Universities like ASU can play a essential position in the course of, she mentioned, noting how ASU has turn into a foundational anchor in the microelectronics trade with amenities like MacroTechnology Works that enable school, college students and trade companions to collaborate on analysis and growth and pilot manufacturing.
“Imagine something like this for development, quickly prototyping and flight of space technology,” Leshin mentioned. “Could we do it? I think we can.”
In his remarks, Kelly mentioned the house trade is at an inflection level. Countries like China, Kelly mentioned, are investing aggressively in superior aerospace capabilities, understanding that “whoever leads in space will help define the future global economy and the future security environment.”
“The question for us,” Kelly added, “is whether the United States is prepared to meet that challenge.”
Kelly mentioned the U.S. should meet 4 challenges:
- Sustain federal funding in analysis and growth and breakthrough applied sciences
- Strengthen the pipeline of expertise coming into the aerospace workforce: “That means supporting STEM education and investing in research institutions like ASU, ensuring that students see a future for themselves in science, engineering, high-end manufacturing and national security,” he mentioned.
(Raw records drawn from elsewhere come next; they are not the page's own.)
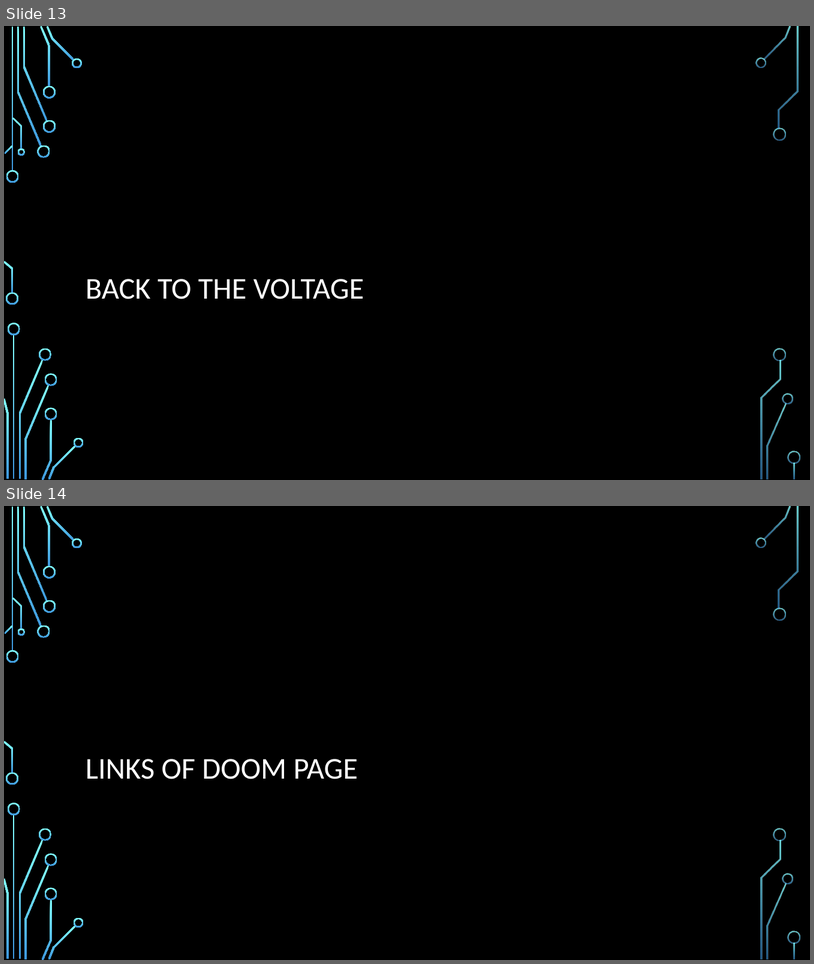
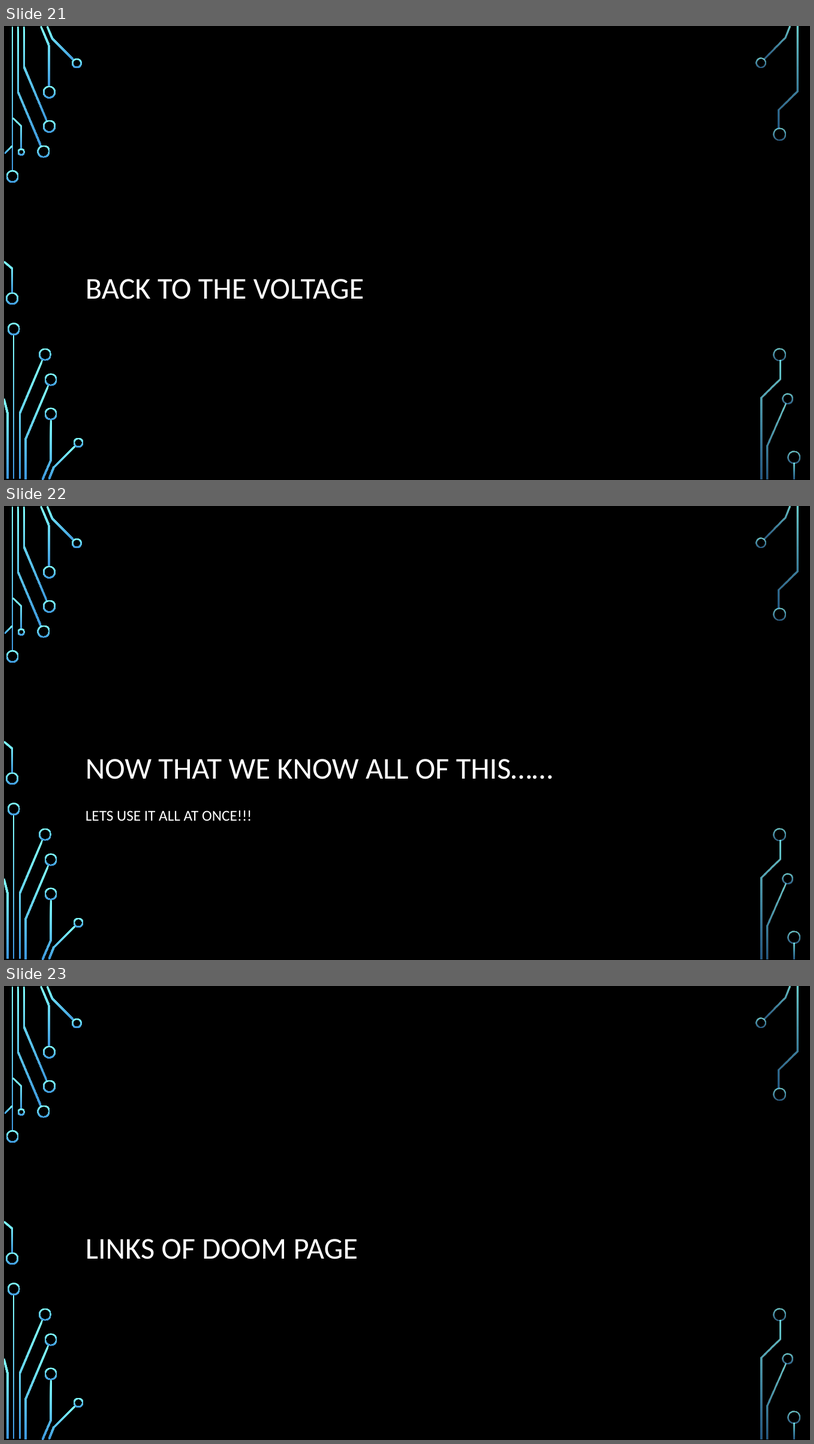
Before and after one commit to pulcher/electronics-for-programmers, a slide deck: e4p-presentation.pptx. Shown one above the other, each under a label of ours: slides 13 and 14 before the commit, slides 21, 22 and 23 after it. The pictures are 814x964 and 814x1444 pixels, drawn with LibreOffice and Linux fonts; fonts in the diff are those of the drawing; background and template pictures are left out. Boxes give left, top, right and bottom in pixels: in the first picture for what was removed or moved away, otherwise in the second. Text is boxed around its words. In the diff, an @@ line names an element or a change of style, - is before the commit and + after.

```diff
--- a/e4p-presentation.pptx
+++ b/e4p-presentation.pptx
@@ slide 22 added at bbox=[4, 506, 810, 960], background picture (left out); not listed: 36 template elements that a slide beside it also shows @@
@@ title added at bbox=[86, 759, 553, 779], 36 pt, text #FFFFFF @@
+NOW THAT WE KNOW ALL OF THIS……
@@ text added at bbox=[86, 810, 252, 820], 18 pt, text #FFFFFF @@
+LETS USE IT ALL AT ONCE!!!
@@ what was slide 13 is now slide 21 @@
@@ what was slide 14 is now slide 23 @@
```
Also in this commit, not shown: 3 slides changed, 10 other slides added, 2 slides removed.

- Build smarter partnerships between authorities and the non-public sector
- Strengthen the home industrial base
“The supply chain vulnerabilities we’ve seen in recent years should be a wake-up call,” Kelly mentioned. “If we want to maintain leadership in aerospace and defense, critical technologies and manufacturing capabilities need to remain here in the United States.”
The problem is obvious, Kelly mentioned. So is the promise.
“If we can get this next chapter right,” Kelly mentioned, “it can continue to strengthen our economy, our national security and our leadership around the world for decades to come.”